Un mese dopo il mio rilascio, sono ancora sopraffatto – e continuerò ad esserlo – da un’incredibile gratitudine verso tutte le persone che hanno pensato a me, che non ci hanno dimenticato. Dopotutto, sono solo uno delle centinaia e migliaia di persone dietro le sbarre sotto il controllo della Federazione Russa. Sono grato a coloro che hanno avuto un pensiero, una preghiera, una parola, che hanno pubblicato, che non hanno dimenticato, che hanno fatto quello che hanno potuto per accelerare la mia liberazione. Per accelerare la nostra liberazione.
[…]
La sera del 24 febbraio 2022 mi sono recato all’ufficio di registrazione e arruolamento militare, sebbene avessi convinzioni antimilitariste e non avessi mai prestato servizio nell’esercito prima. Sentivo che era la cosa giusta da fare. Il 4 marzo ero già ufficiale attivo e pochi giorni dopo comandante di sezione. E non ho sentito alcuna contraddizione interna tra essere un antimilitarista, un attivista per i diritti umani ed essere un ufficiale, un soldato, un guerriero, tra difendere la vita e prendere un’arma appositamente progettata per togliere quella vita.

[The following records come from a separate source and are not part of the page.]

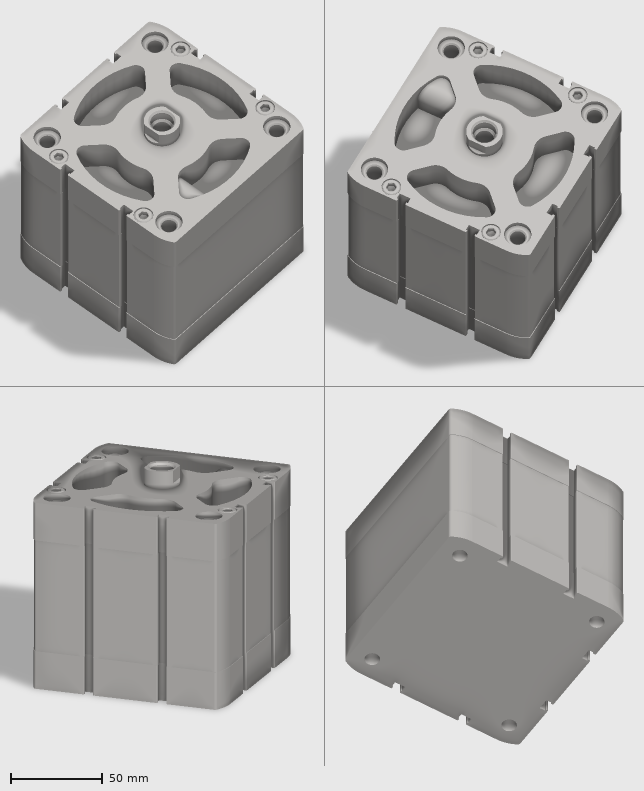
import cadquery as cq
import math

WIDTH = 113.5
TOTAL_HEIGHT = 116.8
BODY_HEIGHT = 107.0
CAP_HEIGHT = 21.6
TUBE_INSET = 0.4

CORNER_ARC_RADIUS = 23.4
CORNER_ARC_LENGTH = 12.5
CORNER_EDGE_FILLET = 1.8

SLOT_OFFSET = 21.5
SLOT_DEPTH = 4.9
SLOT_WIDTH = 6.8
SLOT_OPENING = 5.1
SLOT_LIP = 1.5
SLOT_LIP_CHAMFER = 0.4

POCKET_INNER_RADIUS = 27.5
POCKET_OUTER_RADIUS = 49.3
POCKET_DEPTH = 18.9
POCKET_APEX = 9.6
POCKET_INNER_FILLET = 9.0
POCKET_OUTER_FILLET = 5.0

BLOCK_EDGE_Y = -11.9
BLOCK_ROUND = 8.0
BLOCK_TOP_BELOW_FACE = 2.8

MOUNT_OFFSET = 44.5
MOUNT_HOLE_DIAMETER = 8.5
MOUNT_CHAMFER_DIAMETER = 10.0
MOUNT_BORE_DIAMETER = 15.0
MOUNT_BORE_DEPTH = 3.0

SCREW_X = 31.0
SCREW_Y = 50.2
SCREW_RECESS_DIAMETER = 10.7
SCREW_HEAD_DIAMETER = 10.0
SCREW_HEAD_TOP_DIAMETER = 9.0
SCREW_GROOVE_DEPTH = 1.0
SOCKET_MOUTH_DIAMETER = 6.1
SOCKET_MOUTH_DEPTH = 0.4
SOCKET_SIDES = 6
SOCKET_ACROSS_FLATS = 5.0
SOCKET_DEPTH = 3.0
SOCKET_CONE_DEPTH = 1.4

ROD_DIAMETER = 20.0
ROD_FLAT_GAP = 17.0
ROD_FLAT_HEIGHT = 7.0
ROD_FLAT_SLOPE = 0.7
ROD_BORE_MOUTH_DIAMETER = 15.0
ROD_BORE_DIAMETER = 13.0
ROD_BORE_CHAMFER_DEPTH = 1.2
ROD_BORE_DEPTH = 6.4
THREAD_MOUTH_DIAMETER = 12.0
THREAD_DIAMETER = 10.2
THREAD_DEPTH = 23.4
DRILL_POINT_ANGLE = 118.0

ROD_BOTTOM = BODY_HEIGHT - CAP_HEIGHT
TUBE_HEIGHT = BODY_HEIGHT - 2 * CAP_HEIGHT
FLAT_CLEARANCE = 1.2


def rounded_block(inset, bottom, height):
    """Square block whose corners are shallow arcs tangent to the -Y and +Y faces."""
    half = WIDTH / 2 - inset
    arc_x = WIDTH / 2 - CORNER_ARC_LENGTH
    run = half - arc_x

    def arc_drop(distance):
        return CORNER_ARC_RADIUS - math.sqrt(CORNER_ARC_RADIUS**2 - distance**2)

    end_y = half - arc_drop(run)
    mid_x = arc_x + run / 2
    mid_y = half - arc_drop(run / 2)
    block = (
        cq.Workplane("XY", origin=(0, 0, bottom))
        .moveTo(-arc_x, -half)
        .lineTo(arc_x, -half)
        .threePointArc((mid_x, -mid_y), (half, -end_y))
        .lineTo(half, end_y)
        .threePointArc((mid_x, mid_y), (arc_x, half))
        .lineTo(-arc_x, half)
        .threePointArc((-mid_x, mid_y), (-half, end_y))
        .lineTo(-half, -end_y)
        .threePointArc((-mid_x, -mid_y), (-arc_x, -half))
        .close()
        .extrude(height)
    )
    side_edges = block.edges("|Z").edges("<X or >X")
    return side_edges.fillet(CORNER_EDGE_FILLET)


def slot_cutter(inset, bottom, height):
    """One T-slot along Z, open through the -Y face, with chamfered lips."""
    face = inset - WIDTH / 2
    floor = face + SLOT_DEPTH
    lip_inside = face + SLOT_LIP
    half_opening = SLOT_OPENING / 2
    half_mouth = half_opening + SLOT_LIP_CHAMFER
    half_width = SLOT_WIDTH / 2
    return (
        cq.Workplane("XY", origin=(0, 0, bottom))
        .polyline([
            (-half_mouth, face),
            (-half_opening, face + SLOT_LIP_CHAMFER),
            (-half_opening, lip_inside),
            (-half_width, lip_inside),
            (-half_width, floor),
            (half_width, floor),
            (half_width, lip_inside),
            (half_opening, lip_inside),
            (half_opening, face + SLOT_LIP_CHAMFER),
            (half_mouth, face),
        ])
        .close()
        .extrude(height)
    )


def slotted_block(inset, bottom, height):
    """One housing section: a rounded block with two T-slots on -Y, +Y and -X; +X is plain."""
    block = rounded_block(inset, bottom, height)
    slot = slot_cutter(inset, bottom, height)
    for angle in (0, 180, -90):
        for x in (-SLOT_OFFSET, SLOT_OFFSET):
            block = block.cut(slot.translate((x, 0, 0)).rotate((0, 0, 0), (0, 0, 1), angle))
    return block


def pocket_cutter(angle):
    """Ring sector with sides at 45 degrees and rounded corners, facing +X before the turn."""
    floor_z = BODY_HEIGHT - POCKET_DEPTH
    reach = POCKET_OUTER_RADIUS
    ring = (
        cq.Workplane("XY", origin=(0, 0, floor_z))
        .circle(POCKET_OUTER_RADIUS)
        .circle(POCKET_INNER_RADIUS)
        .extrude(POCKET_DEPTH)
    )
    wedge = (
        cq.Workplane("XY", origin=(0, 0, floor_z))
        .polyline([(POCKET_APEX, 0), (POCKET_APEX + reach, -reach), (POCKET_APEX + reach, reach)])
        .close()
        .extrude(POCKET_DEPTH)
    )
    sector = ring.intersect(wedge)
    sector = sector.edges("|Z").edges("<X").fillet(POCKET_INNER_FILLET)
    outer_corners = sector.edges("|Z").edges(">Y or <Y")
    return outer_corners.fillet(POCKET_OUTER_FILLET).rotate((0, 0, 0), (0, 0, 1), angle)


def pocket_block():
    """Block with one rounded upper edge that part-fills the -Y end of the +X pocket."""
    floor_z = BODY_HEIGHT - POCKET_DEPTH
    block = cq.Workplane("XY").box(
        POCKET_OUTER_RADIUS,
        POCKET_OUTER_RADIUS,
        POCKET_DEPTH - BLOCK_TOP_BELOW_FACE,
        centered=False,
    ).translate((0, BLOCK_EDGE_Y - POCKET_OUTER_RADIUS, floor_z))
    block = block.edges(">Y and >Z").fillet(BLOCK_ROUND)
    return block.intersect(pocket_cutter(0))


def revolve_profile(points):
    """Solid of revolution about Z from (radius, z) points."""
    return cq.Workplane("XZ").polyline(points).close().revolve(360, (0, 0), (0, 1))


def mount_hole_cutter():
    """Through hole with a chamfered mouth at the floor of a counterbore."""
    hole_radius = MOUNT_HOLE_DIAMETER / 2
    chamfer_radius = MOUNT_CHAMFER_DIAMETER / 2
    bore_radius = MOUNT_BORE_DIAMETER / 2
    bore_floor = BODY_HEIGHT - MOUNT_BORE_DEPTH
    return revolve_profile([
        (0, 0),
        (hole_radius, 0),
        (hole_radius, bore_floor - (chamfer_radius - hole_radius)),
        (chamfer_radius, bore_floor),
        (bore_radius, bore_floor),
        (bore_radius, BODY_HEIGHT),
        (0, BODY_HEIGHT),
    ])


def screw_cutter():
    """Groove around a chamfered screw head, and the countersunk hexagon socket in the head."""
    head_chamfer = (SCREW_HEAD_DIAMETER - SCREW_HEAD_TOP_DIAMETER) / 2
    groove = revolve_profile([
        (SCREW_HEAD_TOP_DIAMETER / 2, BODY_HEIGHT),
        (SCREW_HEAD_DIAMETER / 2, BODY_HEIGHT - head_chamfer),
        (SCREW_HEAD_DIAMETER / 2, BODY_HEIGHT - SCREW_GROOVE_DEPTH),
        (SCREW_RECESS_DIAMETER / 2, BODY_HEIGHT - SCREW_GROOVE_DEPTH),
        (SCREW_RECESS_DIAMETER / 2, BODY_HEIGHT),
    ])
    socket_floor = BODY_HEIGHT - SOCKET_DEPTH
    half_side_angle = 180 / SOCKET_SIDES
    across_corners = SOCKET_ACROSS_FLATS / math.cos(math.radians(half_side_angle))
    socket = (
        cq.Workplane("XY", origin=(0, 0, socket_floor))
        .polygon(SOCKET_SIDES, across_corners)
        .extrude(SOCKET_DEPTH)
        .rotate((0, 0, 0), (0, 0, 1), half_side_angle)
    )
    point = revolve_profile([
        (0, socket_floor - SOCKET_CONE_DEPTH),
        (SOCKET_ACROSS_FLATS / 2, socket_floor),
        (0, socket_floor),
    ])
    mouth = revolve_profile([
        (0, BODY_HEIGHT - SOCKET_MOUTH_DEPTH),
        (SOCKET_ACROSS_FLATS / 2, BODY_HEIGHT - SOCKET_MOUTH_DEPTH),
        (SOCKET_MOUTH_DIAMETER / 2, BODY_HEIGHT),
        (0, BODY_HEIGHT),
    ])
    return groove.union(socket).union(mouth).union(point)


def make_housing():
    housing = slotted_block(0, 0, CAP_HEIGHT)
    housing = housing.union(slotted_block(TUBE_INSET, CAP_HEIGHT, TUBE_HEIGHT))
    housing = housing.union(slotted_block(0, BODY_HEIGHT - CAP_HEIGHT, CAP_HEIGHT))
    for angle in (0, 90, 180, 270):
        housing = housing.cut(pocket_cutter(angle))
    housing = housing.union(pocket_block())
    for x_side in (-1, 1):
        for y_side in (-1, 1):
            mount_place = (x_side * MOUNT_OFFSET, y_side * MOUNT_OFFSET, 0)
            screw_place = (x_side * SCREW_X, y_side * SCREW_Y, 0)
            housing = housing.cut(mount_hole_cutter().translate(mount_place))
            housing = housing.cut(screw_cutter().translate(screw_place))
    rod_bore = (
        cq.Workplane("XY", origin=(0, 0, ROD_BOTTOM))
        .circle(ROD_DIAMETER / 2)
        .extrude(BODY_HEIGHT - ROD_BOTTOM)
    )
    return housing.cut(rod_bore)


def rod_flat_cutter():
    """Cutter for the +Y wrench flat with the sloping ledge below it."""
    flat_y = ROD_FLAT_GAP / 2
    outer_y = ROD_DIAMETER / 2 + FLAT_CLEARANCE
    flat_bottom = TOTAL_HEIGHT - ROD_FLAT_HEIGHT
    ledge_drop = ROD_FLAT_SLOPE * (outer_y - flat_y)
    return (
        cq.Workplane("YZ")
        .polyline([
            (flat_y, flat_bottom),
            (outer_y, flat_bottom - ledge_drop),
            (outer_y, TOTAL_HEIGHT),
            (flat_y, TOTAL_HEIGHT),
        ])
        .close()
        .extrude(ROD_DIAMETER / 2, both=True)
    )


def rod_bore_cutter():
    """Chamfered counterbore, thread bore and drill point down the rod axis."""
    bore_floor = TOTAL_HEIGHT - ROD_BORE_DEPTH
    thread_radius = THREAD_DIAMETER / 2
    mouth_radius = THREAD_MOUTH_DIAMETER / 2
    thread_bottom = TOTAL_HEIGHT - THREAD_DEPTH
    point_depth = thread_radius / math.tan(math.radians(DRILL_POINT_ANGLE / 2))
    return revolve_profile([
        (0, thread_bottom - point_depth),
        (thread_radius, thread_bottom),
        (thread_radius, bore_floor - (mouth_radius - thread_radius)),
        (mouth_radius, bore_floor),
        (ROD_BORE_DIAMETER / 2, bore_floor),
        (ROD_BORE_DIAMETER / 2, TOTAL_HEIGHT - ROD_BORE_CHAMFER_DEPTH),
        (ROD_BORE_MOUTH_DIAMETER / 2, TOTAL_HEIGHT),
        (0, TOTAL_HEIGHT),
    ])


def make_rod():
    rod = (
        cq.Workplane("XY", origin=(0, 0, ROD_BOTTOM))
        .circle(ROD_DIAMETER / 2)
        .extrude(TOTAL_HEIGHT - ROD_BOTTOM)
    )
    for angle in (0, 180):
        rod = rod.cut(rod_flat_cutter().rotate((0, 0, 0), (0, 0, 1), angle))
    return rod.cut(rod_bore_cutter())


housing = make_housing()
rod = make_rod()
result = cq.Compound.makeCompound([housing.val(), rod.val()])

Ma perché sto combattendo, perché stiamo combattendo? La sovranità statale, l’indipendenza, l’Ucraina sono concetti importanti, fondamentali per noi, ma questi concetti si basano su qualcosa che ci differenzia dagli occupanti.
Essendo prigioniero in questo sistema carcerario, comunicando con le guardie e gli altri prigionieri (nella colonia eravamo misti: prigionieri di guerra condannati, i cosiddetti prigionieri “politici”, e quelli che scontano condanne penali, la gente del posto), ho cercato di capire come percepivano ciò che stava accadendo e la differenza era molto chiara. Ho sentito l’atmosfera di un sistema di violenza, che non è solo quello su cui si costruisce la prigionia o la prigione, ma anche quello su cui si costruisce il mondo che l’occupante cerca di portare con sé. E l’intera visione del mondo di coloro che ho osservato è costruita sull’idea che “non possiamo decidere nulla, loro [les chefs] penseranno a tutto per noi, non dobbiamo dire altro, dobbiamo fare quello che dicono”. Non in prigione, ma nella vita, nel loro stato.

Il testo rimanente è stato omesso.